FMRP promotes transcription-coupled homologous recombination via facilitating TET1-mediated m5C RNA modification demethylation

RNA modifications regulate a variety of cellular processes including DNA repair. The RNA methyltransferase TRDMT1 generates methyl-5-cytosine (m5C) on messenger RNA (mRNA) at DNA double-strand breaks (DSBs) in transcribed regions, promoting transcription-coupled homologous recombination (HR). Here, we identified that Fragile X mental retardation protein (FMRP) promotes transcription-coupled HR via its interaction with both the m5C writer TRDMT1 and the m5C eraser ten-eleven translocation protein 1 (TET1). TRDMT1, FMRP, and TET1 function in a temporal order at the transcriptionally active sites of DSBs.
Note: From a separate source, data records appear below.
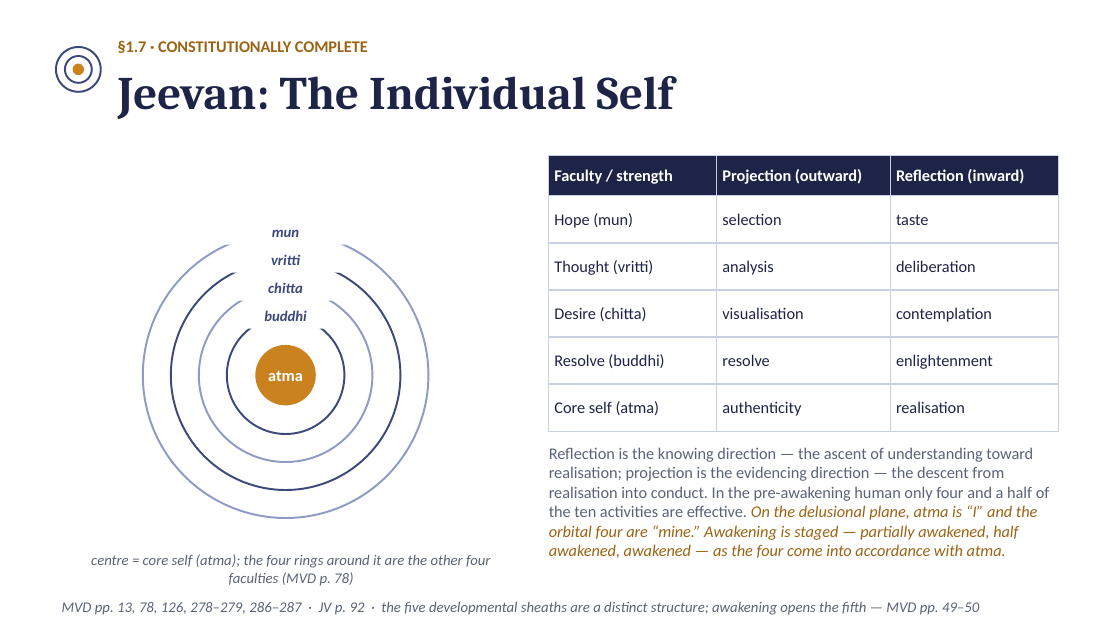
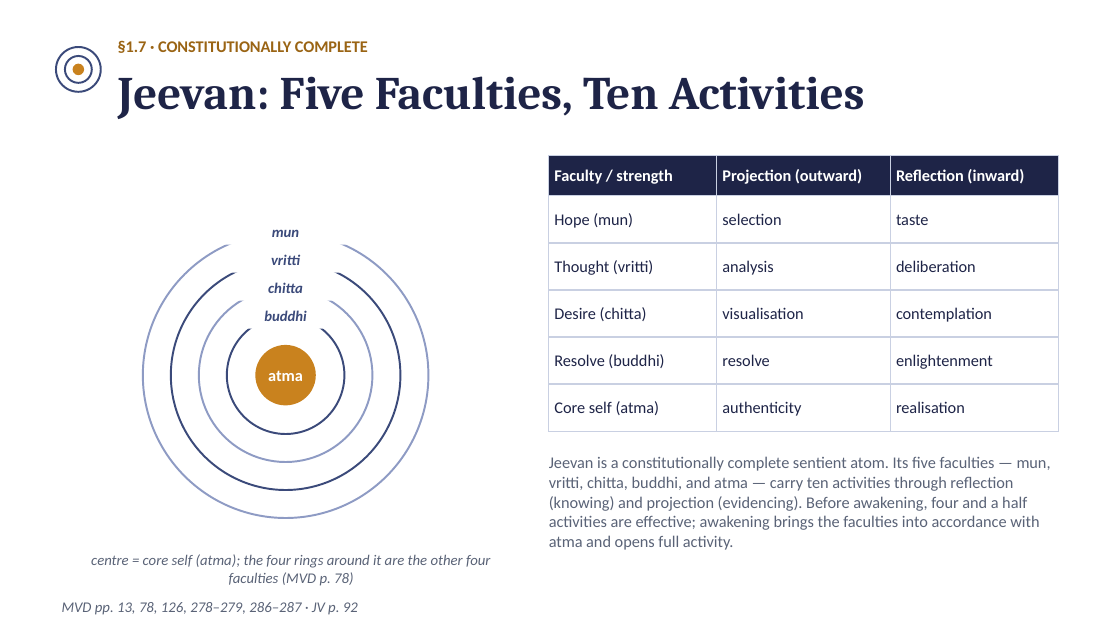
Before and after one commit to raghavamohan/AnalyticMadhyasthDarshan, a slide deck: slide 14 of Studies/The-Ontology-of-Coexistence/The-Ontology-of-Existence-Madhyasth-Darshan.pptx (slide 12 before the commit). Drawn at 1120x630 pixels with LibreOffice and Linux fonts; fonts in the diff are those of the drawing. Boxes give left, top, right and bottom in pixels: in the first picture for what was removed or moved away, otherwise in the second. Text is boxed around its words. In the diff, an @@ line names an element or a change of style, - is before the commit and + after.

```diff
--- a/Studies/The-Ontology-of-Coexistence/The-Ontology-of-Existence-Madhyasth-Darshan.pptx
+++ b/Studies/The-Ontology-of-Coexistence/The-Ontology-of-Existence-Madhyasth-Darshan.pptx
@@ text at (118, 76, 865, 119): text changed @@
-Jeevan: The Individual Self
+Jeevan: Five Faculties, Ten Activities
@@ text at (549, 456, 1051, 550): text changed @@
-Reflection is the knowing direction — the ascent of understanding toward realisation; projection is the evidencing direction — the descent from realisation into conduct. In the pre-awakening human only four and a half of the ten activities are effective. On the delusional plane, atma is “I” and the orbital four are “mine.” Awakening is staged — partially awakened, half awakened, awakened — as the four come into accordance with atma.
+Jeevan is a constitutionally complete sentient atom. Its five faculties — mun, vritti, chitta, buddhi, and atma — carry ten activities through reflection (knowing) and projection (evidencing). Before awakening, four and a half activities are effective; awakening brings the faculties into accordance with atma and opens full activity.
@@ text at (62, 602, 358, 615): text changed @@
-MVD pp. 13, 78, 126, 278–279, 286–287 · JV p. 92 · the five developmental sheaths are a distinct structure; awakening opens the fifth — MVD pp. 49–50
+MVD pp. 13, 78, 126, 278–279, 286–287 · JV p. 92
```
Also in this commit, not shown: 11 other slides changed, 2 slides added, 9 other files.

FMRP displays a higher affinity for DNA:RNA hybrids containing m5C-modified RNA than for hybrids without modification and facilitates demethylation of m5C by TET1 in vitro. Loss of either the chromatin- or RNA-binding domain of FMRP compromises demethylation of damage-induced m5C in cells. Importantly, FMRP is required for R-loop resolving in cells. Due to unresolved R-loop and m5C preventing completion of DSB repair, FMRP depletion or low expression leads to delayed repair of DSBs at transcriptionally active sites and sensitizes cancer cells to radiation in a BRCA-independent manner. Together, our findings present an m5C reader, FMRP, which acts as a coordinator between the m5C writer and eraser to promote mRNA-dependent repair and cell survival in cancer.